Filter these records by the string "commit", copying each line that holds it.
========================================
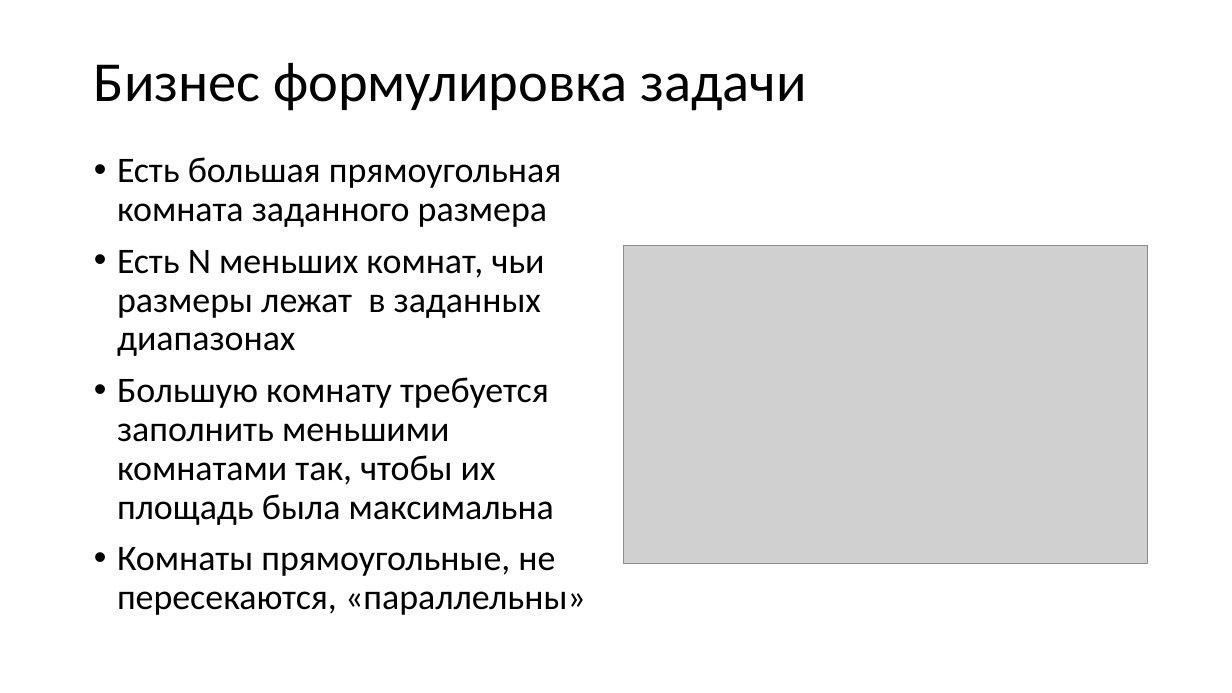
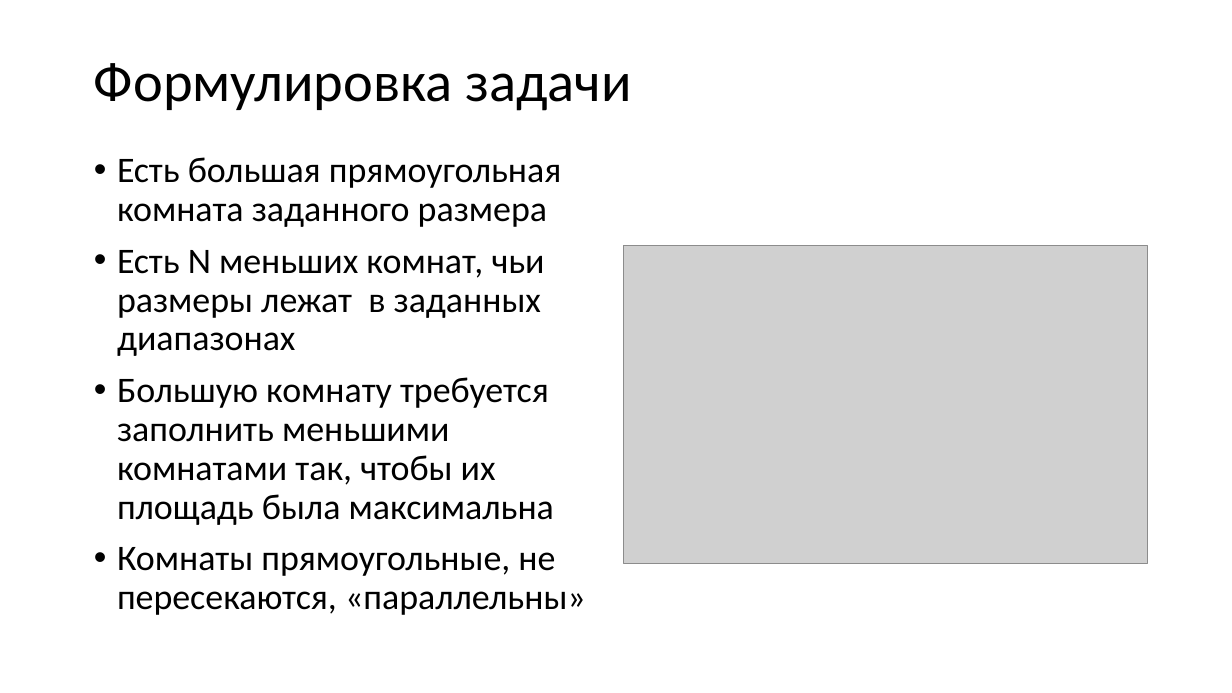
Before and after one commit to alexey-x/NroomsOpti, a slide deck: slide 3 of presentation/NroomsOpti.pptx. Drawn at 1232x693 pixels with LibreOffice and Linux fonts; fonts in the diff are those of the drawing; grey boxes stand for pictures. Boxes give left, top, right and bottom in pixels: in the first picture for what was removed or moved away, otherwise in the second. Text is boxed around its words. In the diff, an @@ line names an element or a change of style, - is before the commit and + after.

```diff
--- a/presentation/NroomsOpti.pptx
+++ b/presentation/NroomsOpti.pptx
@@ title at box(94, 63, 631, 111): text changed @@
-Бизнес формулировка задачи
+Формулировка задачи
```
Also in this commit, not shown: 3 other slides changed.
========================================
• _ANSWER AREA_:
Before and after one commit to alexey-x/NroomsOpti, a slide deck: slide 3 of presentation/NroomsOpti.pptx. Drawn at 1232x693 pixels with LibreOffice and Linux fonts; fonts in the diff are those of the drawing; grey boxes stand for pictures. Boxes give left, top, right and bottom in pixels: in the first picture for what was removed or moved away, otherwise in the second. Text is boxed around its words. In the diff, an @@ line names an element or a change of style, - is before the commit and + after.
Also in this commit, not shown: 3 other slides changed.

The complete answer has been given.